Worse, the Trade Center attack damaged not just property, but the economy, too. It's generally accepted, even by us optimists, that the psychic and financial fallout from September 11 pushed the national economy into a recession. That recession, in turn, has caused gaping drop-offs in advertising spending and in ad-dependent media, two of New York City's largest industries. Tourism, another important New York City industry, has suffered, too, for the obvious reasons.

So, much as we hate to admit it, a lot of New York's fiscal future hangs on the stock market. And especially on the New York Stock Exchange and huge firms like Merrill Lynch's and Salomon Smith Barney's keeping their physical facilities close together in Manhattan. The reason the NYSE stayed closed for four days after the attack is the damage done to the communications network near its offices, and that it was unseemly and unsafe to bring tens of thousands of people into lower Manhattan to trade securities while workers were hauling bodies out of the rubble.

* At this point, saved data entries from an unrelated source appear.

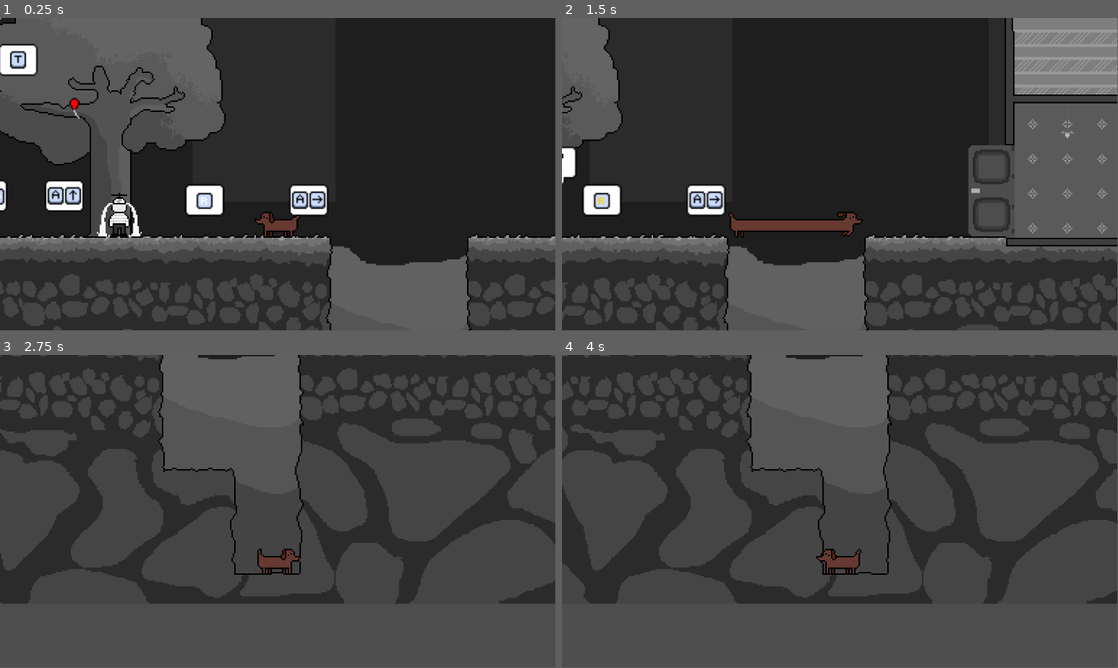
Above: before the commit, frames 1-4 (two rows, left to right).
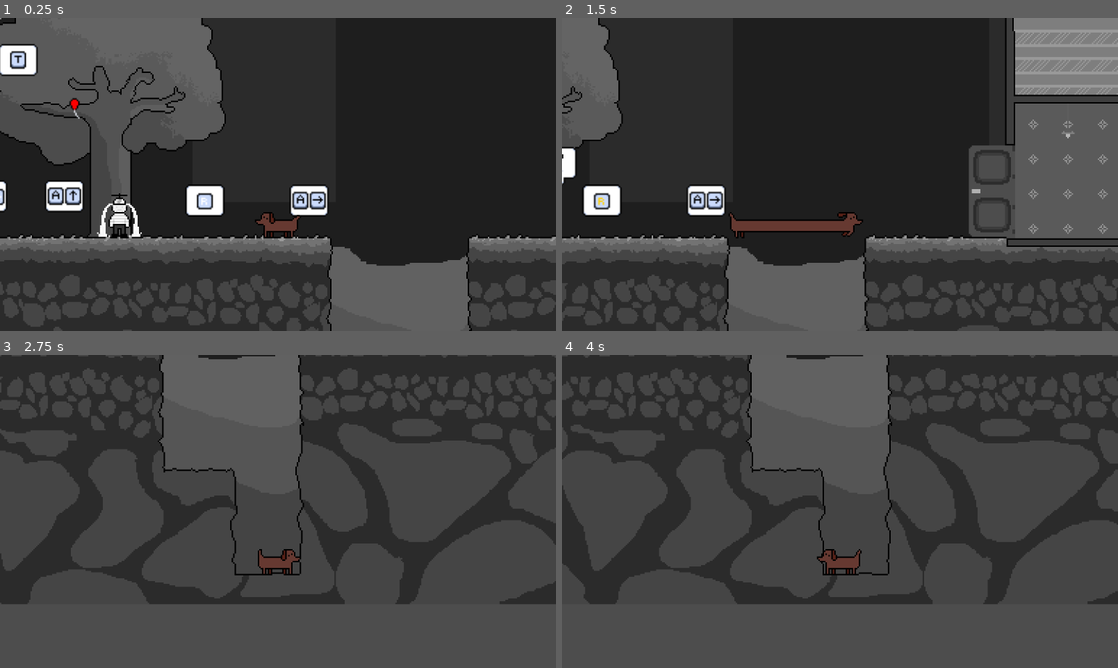
Above: after the commit, the same moments.

Repository: antonin-tarrade/SausageSerenity
Game: Godot game, scene res://Scenes/main.tscn
The game is run twice, just before and just after one commit, with the same random seed, the same clock (stepped at 60 frames per second) and the same inputs. The engine's default icon, where the game draws it, is replaced by a stand-in: a white triangle on a blue panel in a dark square.
Inputs:
- Up to frame 1 (0.25 s): no input
- Up to frame 2 (1.5 s): hold Right (ui_right) 0.53-1.28 s; hold A (extend) 0.53-1.28 s; tap T (interact) at 0.8, 1.35 s; hold Down (ui_down) from 1.28 s (still down)
- Up to frame 3 (2.75 s): tap A (extend) at 1.55 s; release Down (ui_down) at 2.03 s; hold Right (ui_right) from 2.03 s (still down); hold R (charger) from 2.03 s (still down); tap T (interact) at 2.3 s
- Up to frame 4 (4 s): tap Enter at 2.75 s; release Right (ui_right) at 2.78 s; release R (charger) at 2.78 s; hold Up (ui_up) 2.78-3.53 s; tap A (extend) at 2.85 s; hold Left (ui_left) from 3.53 s (still down); hold T (interact) from 3.53 s (still down)
In our replay, the window is 799x449 before the commit and 800x450 after it. These sizes can differ from the game's own. Grey fills any space a smaller window leaves; there, only what the larger window draws over its background counts as a difference.

The runs differ from the first frame. In frame 1, 2.2% of the frame differs, in the area x 0-100%, y 0-100%; in frame 2, 2.3%; in frame 3, 0.6%; in frame 4, 0.7%.

Commit message:
iech + persos

Diff:
--- a/Scenes/Personnage.tscn
+++ b/Scenes/Personnage.tscn
@@ -14,8 +14,8 @@
 radius = 40.0
 
 [sub_resource type="CapsuleShape2D" id="CapsuleShape2D_brrbc"]
-radius = 3.0
-height = 11.0
+radius = 1.0877
+height = 13.1429
 
 [sub_resource type="Animation" id="Animation_40qe4"]
 length = 2.48
@@ -1034,7 +1034,7 @@
 texture = ExtResource("2_2futx")
 hframes = 32
 vframes = 16
-frame = 327
+frame = 90
 script = ExtResource("3_veaqq")
 anim_triste = "mec_sad"
 anim_heureux = "mec_happy"
--- a/Scenes/chien_saucisse.tscn
+++ b/Scenes/chien_saucisse.tscn
@@ -1,9 +1,10 @@
-[gd_scene load_steps=78 format=3 uid="uid://cimdeld5rdie4"]
+[gd_scene load_steps=85 format=3 uid="uid://cimdeld5rdie4"]
 
 [ext_resource type="Script" path="res://Scripts/chien_saucisse.gd" id="1_f1xf0"]
 [ext_resource type="Texture2D" uid="uid://dkdbv43yoe7fk" path="res://Sprites/chien_milieu_side.png" id="3_4iqnj"]
 [ext_resource type="Texture2D" uid="uid://yj5qrvshcdmx" path="res://Sprites/chien saucisse.png" id="3_lnj7f"]
 [ext_resource type="Texture2D" uid="uid://bbrt1jfobspcd" path="res://Sprites/chien_milieu_up.png" id="4_owg4h"]
+[ext_resource type="Texture2D" uid="uid://c3ig3er3ix77v" path="res://Sprites/pnj_mange.png" id="5_lfg2o"]
 
 [sub_resource type="Animation" id="Animation_ir2np"]
 length = 0.05
@@ -2000,13 +2001,342 @@
 states/walk_front/node = SubResource("AnimationNodeAnimation_nb06k")
 states/walk_front/position = Vector2(-186, 505.5)
 transitions = ["Start", "idle_front", SubResource("AnimationNodeStateMachineTransition_x51y6"), "idle_front", "walk_fro …(1801 unchanged characters)…
-graph_offset = Vector2(151.229, 348.016)
+graph_offset = Vector2(16.229, -0.984009)
 
 [sub_resource type="RectangleShape2D" id="RectangleShape2D_vlba5"]
 size = Vector2(17.75, 29)
 
 [sub_resource type="CircleShape2D" id="CircleShape2D_n7i5e"]
 radius = 115.0
+
+[sub_resource type="Animation" id="Animation_5m8r6"]
+length = 0.68
+loop_mode = 1
+tracks/0/type = "value"
+tracks/0/imported = false
+tracks/0/enabled = true
+tracks/0/path = NodePath(".:texture")
+tracks/0/interp = 1
+tracks/0/loop_wrap = false
+tracks/0/keys = {
+"times": PackedFloat32Array(0),
+"transitions": PackedFloat32Array(1),
+"update": 1,
+"values": [ExtResource("5_lfg2o")]
+}
+tracks/1/type = "value"
+tracks/1/imported = false
+tracks/1/enabled = true
+tracks/1/path = NodePath(".:hframes")
+tracks/1/interp = 1
+tracks/1/loop_wrap = false
+tracks/1/keys = {
+"times": PackedFloat32Array(0),
+"transitions": PackedFloat32Array(1),
+"update": 1,
+"values": [4]
+}
+tracks/2/type = "value"
+tracks/2/imported = false
+tracks/2/enabled = true
+tracks/2/path = NodePath(".:vframes")
+tracks/2/interp = 1
+tracks/2/loop_wrap = false
+tracks/2/keys = {
+"times": PackedFloat32Array(0),
+"transitions": PackedFloat32Array(1),
+"update": 1,
+"values": [4]
+}
+tracks/3/type = "value"
+tracks/3/imported = false
+tracks/3/enabled = true
+tracks/3/path = NodePath(".:visible")
+tracks/3/interp = 1
+tracks/3/loop_wrap = false
+tracks/3/keys = {
+"times": PackedFloat32Array(0),
+"transitions": PackedFloat32Array(1),
+"update": 1,
+"values": [true]
+}
+tracks/4/type = "value"
+tracks/4/imported = false
+tracks/4/enabled = true
+tracks/4/path = NodePath(".:frame")
+tracks/4/interp = 1
+tracks/4/loop_wrap = false
+tracks/4/keys = {
+"times": PackedFloat32Array(0, 0.24, 0.34, 0.58),
+"transitions": PackedFloat32Array(1, 1, 1, 1),
+"update": 1,
+"values": [0, 1, 2, 3]
+}
+
+[sub_resource type="Animation" id="Animation_jkdsk"]
+length = 0.68
+loop_mode = 1
+tracks/0/type = "value"
+tracks/0/imported = false
+tracks/0/enabled = true
+tracks/0/path = NodePath(".:texture")
+tracks/0/interp = 1
+tracks/0/loop_wrap = false
+tracks/0/keys = {
+"times": PackedFloat32Array(0),
+"transitions": PackedFloat32Array(1),
+"update": 1,
+"values": [ExtResource("5_lfg2o")]
+}
+tracks/1/type = "value"
+tracks/1/imported = false
+tracks/1/enabled = true
+tracks/1/path = NodePath(".:hframes")
+tracks/1/interp = 1
+tracks/1/loop_wrap = false
+tracks/1/keys = {
+"times": PackedFloat32Array(0),
+"transitions": PackedFloat32Array(1),
+"update": 1,
+"values": [4]
+}
+tracks/2/type = "value"
+tracks/2/imported = false
+tracks/2/enabled = true
+tracks/2/path = NodePath(".:vframes")
+tracks/2/interp = 1
+tracks/2/loop_wrap = false
+tracks/2/keys = {
+"times": PackedFloat32Array(0),
+"transitions": PackedFloat32Array(1),
+"update": 1,
+"values": [4]
+}
+tracks/3/type = "value"
+tracks/3/imported = false
+tracks/3/enabled = true
+tracks/3/path = NodePath(".:visible")
+tracks/3/interp = 1
+tracks/3/loop_wrap = false
+tracks/3/keys = {
+"times": PackedFloat32Array(0),
+"transitions": PackedFloat32Array(1),
+"update": 1,
+"values": [true]
+}
+tracks/4/type = "value"
+tracks/4/imported = false
+tracks/4/enabled = true
+tracks/4/path = NodePath(".:frame")
+tracks/4/interp = 1
+tracks/4/loop_wrap = false
+tracks/4/keys = {
+"times": PackedFloat32Array(0, 0.24, 0.34, 0.58),
+"transitions": PackedFloat32Array(1, 1, 1, 1),
+"update": 1,
+"values": [4, 5, 6, 7]
+}
+
+[sub_resource type="Animation" id="Animation_xogy3"]
+length = 0.2
+loop_mode = 1
+tracks/0/type = "value"
+tracks/0/imported = false
+tracks/0/enabled = true
+tracks/0/path = NodePath(".:texture")
+tracks/0/interp = 1
+tracks/0/loop_wrap = false
+tracks/0/keys = {
+"times": PackedFloat32Array(0),
+"transitions": PackedFloat32Array(1),
+"update": 1,
+"values": [ExtResource("5_lfg2o")]
+}
+tracks/1/type = "value"
+tracks/1/imported = false
+tracks/1/enabled = true
+tracks/1/path = NodePath(".:hframes")
+tracks/1/interp = 1
+tracks/1/loop_wrap = false
+tracks/1/keys = {
+"times": PackedFloat32Array(0),
+"transitions": PackedFloat32Array(1),
+"update": 1,
+"values": [4]
+}
+tracks/2/type = "value"
+tracks/2/imported = false
+tracks/2/enabled = true
+tracks/2/path = NodePath(".:vframes")
+tracks/2/interp = 1
+tracks/2/loop_wrap = false
+tracks/2/keys = {
+"times": PackedFloat32Array(0),
+"transitions": PackedFloat32Array(1),
+"update": 1,
+"values": [4]
+}
+tracks/3/type = "value"
+tracks/3/imported = false
+tracks/3/enabled = true
+tracks/3/path = NodePath(".:visible")
+tracks/3/interp = 1
+tracks/3/loop_wrap = false
+tracks/3/keys = {
+"times": PackedFloat32Array(0),
+"transitions": PackedFloat32Array(1),
+"update": 1,
+"values": [true]
+}
+tracks/4/type = "value"
+tracks/4/imported = false
+tracks/4/enabled = true
+tracks/4/path = NodePath(".:frame")
+tracks/4/interp = 1
+tracks/4/loop_wrap = false
+tracks/4/keys = {
+"times": PackedFloat32Array(0, 0.1),
+"transitions": PackedFloat32Array(1, 1),
+"update": 1,
+"values": [8, 9]
+}
+
+[sub_resource type="Animation" id="Animation_r5r0t"]
+length = 0.2
+loop_mode = 1
+tracks/0/type = "value"
+tracks/0/imported = false
+tracks/0/enabled = true
+tracks/0/path = NodePath(".:texture")
+tracks/0/interp = 1
+tracks/0/loop_wrap = false
+tracks/0/keys = {
+"times": PackedFloat32Array(0),
+"transitions": PackedFloat32Array(1),
+"update": 1,
+"values": [ExtResource("5_lfg2o")]
+}
+tracks/1/type = "value"
+tracks/1/imported = false
+tracks/1/enabled = true
+tracks/1/path = NodePath(".:hframes")
+tracks/1/interp = 1
+tracks/1/loop_wrap = false
+tracks/1/keys = {
+"times": PackedFloat32Array(0),
+"transitions": PackedFloat32Array(1),
+"update": 1,
+"values": [4]
+}
+tracks/2/type = "value"
+tracks/2/imported = false
+tracks/2/enabled = true
+tracks/2/path = NodePath(".:vframes")
+tracks/2/interp = 1
+tracks/2/loop_wrap = false
+tracks/2/keys = {
+"times": PackedFloat32Array(0),
+"transitions": PackedFloat32Array(1),
+"update": 1,
+"values": [4]
+}
+tracks/3/type = "value"
+tracks/3/imported = false
+tracks/3/enabled = true
+tracks/3/path = NodePath(".:visible")
+tracks/3/interp = 1
+tracks/3/loop_wrap = false
+tracks/3/keys = {
+"times": PackedFloat32Array(0),
+"transitions": PackedFloat32Array(1),
+"update": 1,
+"values": [true]
+}
+tracks/4/type = "value"
+tracks/4/imported = false
+tracks/4/enabled = true
+tracks/4/path = NodePath(".:frame")
+tracks/4/interp = 1
+tracks/4/loop_wrap = false
+tracks/4/keys = {
+"times": PackedFloat32Array(0, 0.1),
+"transitions": PackedFloat32Array(1, 1),
+"update": 1,
+"values": [10, 11]
+}
+
+[sub_resource type="Animation" id="Animation_5in8p"]
+length = 0.68
+loop_mode = 1
+tracks/0/type = "value"
+tracks/0/imported = false
+tracks/0/enabled = true
+tracks/0/path = NodePath(".:texture")
+tracks/0/interp = 1
+tracks/0/loop_wrap = false
+tracks/0/keys = {
+"times": PackedFloat32Array(0),
+"transitions": PackedFloat32Array(1),
+"update": 1,
+"values": [ExtResource("5_lfg2o")]
+}
+tracks/1/type = "value"
+tracks/1/imported = false
+tracks/1/enabled = true
+tracks/1/path = NodePath(".:hframes")
+tracks/1/interp = 1
+tracks/1/loop_wrap = false
+tracks/1/keys = {
+"times": PackedFloat32Array(0),
+"transitions": PackedFloat32Array(1),
+"update": 1,
+"values": [4]
+}
+tracks/2/type = "value"
+tracks/2/imported = false
+tracks/2/enabled = true
+tracks/2/path = NodePath(".:vframes")
+tracks/2/interp = 1
+tracks/2/loop_wrap = false
+tracks/2/keys = {
+"times": PackedFloat32Array(0),
+"transitions": PackedFloat32Array(1),
+"update": 1,
+"values": [4]
+}
+tracks/3/type = "value"
+tracks/3/imported = false
+tracks/3/enabled = true
+tracks/3/path = NodePath(".:visible")
+tracks/3/interp = 1
+tracks/3/loop_wrap = false
+tracks/3/keys = {
+"times": PackedFloat32Array(0),
+"transitions": PackedFloat32Array(1),
+"update": 1,
+"values": [true]
+}
+tracks/4/type = "value"
+tracks/4/imported = false
+tracks/4/enabled = true
+tracks/4/path = NodePath(".:frame")
+tracks/4/interp = 1
+tracks/4/loop_wrap = false
+tracks/4/keys = {
+"times": PackedFloat32Array(0, 0.24, 0.34, 0.58),
+"transitions": PackedFloat32Array(1, 1, 1, 1),
+"update": 1,
+"values": [12, 13, 14, 15]
+}
+
+[sub_resource type="AnimationLibrary" id="AnimationLibrary_dikua"]
+_data = {
+"jambes_pnj_1": SubResource("Animation_5m8r6"),
+"jambes_pnj_2": SubResource("Animation_jkdsk"),
+"jambes_pnj_3": SubResource("Animation_xogy3"),
+"jambes_pnj_4": SubResource("Animation_r5r0t"),
+"jambes_pnj_5": SubResource("Animation_5in8p")
+}
 
 [sub_resource type="CircleShape2D" id="CircleShape2D_jexj4"]
 radius = 18.25
@@ -2068,7 +2398,6 @@
 position = Vector2(11, -7)
 
 [node name="Barking" type="Area2D" parent="."]
-visible = false
 collision_layer = 0
 collision_mask = 4
 
@@ -2121,7 +2450,7 @@
 texture = ExtResource("3_lnj7f")
 hframes = 16
 vframes = 8
-frame = 52
+frame = 32
 metadata/_aseprite_wizard_config_ = {
 "i_mode": -1,
 "keep_anim_length": false,
@@ -2146,7 +2475,7 @@
 texture = ExtResource("3_lnj7f")
 hframes = 16
 vframes = 8
-frame = 59
+frame = 17
 metadata/_aseprite_wizard_config_ = {
 "i_mode": -1,
 "keep_anim_length": false,
@@ -2167,9 +2496,33 @@
 
 [node name="PivotObjet" type="Node2D" parent="Head"]
 
+[node name="chien_mange" type="Sprite2D" parent="Head/PivotObjet"]
+texture_filter = 3
+position = Vector2(-14, 0)
+texture = ExtResource("5_lfg2o")
+hframes = 4
+vframes = 4
+metadata/_aseprite_wizard_config_ = {
+"i_mode": -1,
+"keep_anim_length": false,
+"layer": "",
+"o_ex_p": "",
+"o_folder": "",
+"o_name": "",
+"only_visible": false,
+"op_exp": false,
+"player": "chien_mange/AnimationPlayer",
+"source": "res://pnj_mange.aseprite"
+}
+
+[node name="AnimationPlayer" type="AnimationPlayer" parent="Head/PivotObjet/chien_mange"]
+libraries = {
+"": SubResource("AnimationLibrary_dikua")
+}
+
 [node name="ObjetBouche" type="Sprite2D" parent="Head/PivotObjet"]
 z_index = -1
-position = Vector2(-12, 3)
+position = Vector2(-13, 3)
 
 [node name="ZoneDePick" type="Area2D" parent="."]
 visible = false
@@ -2181,11 +2534,9 @@
 [node name="WallDetect" type="Area2D" parent="."]
 position = Vector2(117, -15)
 collision_layer = 0
-monitoring = false
-monitorable = false
 
 [node name="ColWall" type="CollisionShape2D" parent="WallDetect"]
-position = Vector2(-117, 12.5)
+position = Vector2(-117, 9.5)
 shape = SubResource("RectangleShape2D_tn4it")
 
 [node name="DogSoundEffect" type="AudioStreamPlayer" parent="."]
--- a/Scenes/decor.tscn
+++ b/Scenes/decor.tscn
@@ -192,7 +192,7 @@
 position = Vector2(1008, 656)
 
 [node name="CollisionPolygon2D" type="CollisionPolygon2D" parent="Maison24"]
-polygon = PackedVector2Array(0, 0, 6, 0, 6, -29, 234, -29, 234, 0, 240, 0, 240, -160, 234, -160, 234, -131, 145, -131, 144, -125, 234, -125, 234, -35, 6, -35, 6, -125, 95, -125, 95, -131, 6, -131, 6, -218, 234, -218, 234, -192, 240, -192, 240, -224, 0, -224)
+polygon = PackedVector2Array(0, 0, 6, 0, 6, -29, 234, -29, 234, 0, 240, 0, 240, -160, 234, -160, 234, -131, 144, -131, 144, -125, 234, -125, 234, -35, 6, -35, 6, -125, 95, -125, 95, -131, 6, -131, 6, -218, 234, -218, 234, -192, 240, -192, 240, -224, 0, -224)
 
 [node name="Poteau3" type="StaticBody2D" parent="."]
 position = Vector2(1329, 824)
@@ -206,7 +206,7 @@
 position = Vector2(1282, 501)
 
 [node name="CollisionShape2D" type="CollisionShape2D" parent="Nuage1"]
-position = Vector2(48.5, 1)
+position = Vector2(48.5, -1)
 shape = SubResource("RectangleShape2D_bj0bp")
 one_way_collision = true
 
--- a/Scenes/main.tscn
+++ b/Scenes/main.tscn
@@ -509,7 +509,7 @@
 script = ExtResource("18_oge4c")
 
 [node name="PorteHumaine" type="Node2D" parent="Personnages"]
-position = Vector2(1508, 684)
+position = Vector2(1509, 685)
 metadata/_edit_group_ = true
 
 [node name="Requete" type="Sprite2D" parent="Personnages/PorteHumaine"]
--- a/Scenes/node_2d.tscn
+++ b/Scenes/node_2d.tscn
@@ -1343,7 +1343,6 @@
 texture = ExtResource("2_tiql8")
 hframes = 4
 vframes = 4
-frame = 3
 metadata/_aseprite_wizard_config_ = {
 "i_mode": -1,
 "keep_anim_length": false,
--- a/Scripts/Personnage.gd
+++ b/Scripts/Personnage.gd
@@ -17,7 +17,6 @@
 # Gestion joie
 #var augmentation_joie : float = 1/nbMissions
 @onready var decors : Node = %Decor/Background
-
 
 enum ETATS {
 	triste,
--- a/Scripts/chien_saucisse.gd
+++ b/Scripts/chien_saucisse.gd
@@ -62,6 +62,7 @@
 var humaninfo = null
 var objetsnode = null
 @onready var walldetect = $WallDetect/ColWall
+@onready var walldetect_pos = walldetect.position
 var HaveWallTouched = false
 
 @onready var head_position = head.position
@@ -70,18 +71,26 @@
 @onready var body_side_position = body_up.position
 
 @onready var is_extended = false
+@onready var pieds = $Head/PivotObjet/chien_mange
+@onready var pieds_anim = $Head/PivotObjet/chien_mange/AnimationPlayer
+@onready var pieds_pos = pieds.position
 
 
 func _ready():
 	body_side.region_rect = Rect2(0,0,0,32)
 	body_up.region_rect = Rect2(0,0,32,0)
+	pieds.visible = false
+
 
 func _physics_process(delta):
 
 	for tree in all_tree :
 		tree.set("parameters/conditions/idle", is_on_floor() and (velocity.x == 0) and !is_extended)
 		tree.set("parameters/conditions/is_moving", velocity.x != 0)
-	if is_on_floor() and !is_extended : objetBouche.position = object_side_pos
+	if is_on_floor() and !is_extended :
+		objetBouche.position = object_side_pos
+		pieds.position = pieds_pos
+		pieds.rotation = 0
 	if not is_on_floor() and ed == -1:
 		velocity.y += gravity * delta
 
@@ -107,6 +116,7 @@
 			x = 0
 			old_e = 0.0
 			play_sound_effect(sound_shrink)
+			walldetect.position = walldetect_pos
 		ed = shrinkage()
 		y += 1
 		for tree in all_tree :
@@ -187,6 +197,8 @@
 			print("not yet implemented")
 		extending_direction.UP:
 			objetBouche.position = object_up_pos;
+			pieds.position = object_up_pos;
+			pieds.rotation = PI/2
 			for tree in all_tree :
 				tree.set("parameters/conditions/extending_up", true)
 			head.position.y -= mov
@@ -346,23 +358,26 @@
 func humanTaken(human) :
 	print("human taken")
 	humaninfo = human
-	objetBouche.texture = icon_pied
+	pieds.visible = true
+	pieds_anim.current_animation = "jambes_pnj_1"
 
 func Drop() :
 	if iteminfo != null :
 		var item = objetGenerique.instantiate()
 		item.iteminfo = iteminfo
-		item.global_position = objetBouche.global_position
+		item.global_position = objetBouche.global_position + Vector2(0, 10)
 		#get_parent().get_child(3).add_child(item)
 		objetsnode.add_child(item)
 		iteminfo = null
+		objetBouche.texture = null
 		print("drop")
 	if humaninfo != null :
 		humaninfo.global_position = global_position + Vector2(0, -27)
 		humaninfo.visible = true
 		humaninfo = null
-
-	objetBouche.texture = null
+		pieds.set_deferred("visible", false)
+		pieds_anim.stop()
+
 	play_sound_effect(sound_drop)
 
 
--- a/project.godot
+++ b/project.godot
@@ -16,6 +16,10 @@
 config/features=PackedStringArray("4.2", "GL Compatibility")
 boot_splash/image="res://Menu/Menu.png"
 config/icon="res://Sprites/logo_chien_saucisse.png"
+
+[display]
+
+window/stretch/mode="viewport"
 
 [file_customization]

For all of the NYSE's success--its opening and closing bells are the Greenwich Mean Time of the world's financial system--it can't afford to be closed for another four days in another terrorist attack. The benefit of having everyone close together is that, for some reason, the market seems to work better that way, even though about half the NYSE's trading is done computer to computer, the same way Nasdaq trades. A while back, the NYSE extracted generous subsidies to build a 90-story facility near its current headquarters at 11 Wall Street. When the Twin Towers were standing, that seemed like the thing to do. With the Twin Towers gone, the exchange's building would be the tallest building in lower Manhattan. You might as well paint a bull's-eye on it. Or as NYSE chairman Dick Grasso says, you have to rethink the project so that "we meet the city's and tate's economic expectations, and our safety expectations."

Which brings us back to where we started: Matt Helm. Being a (fictional) federal agent with approval to kill people in the national interest, Matt doesn't mess around. "I'm not here to do research," as he says in "The Betrayers," "I'm here to do a job." So, of course, is Mike Bloomberg. Bet against either of these hard-edged guys, and you do so at your peril.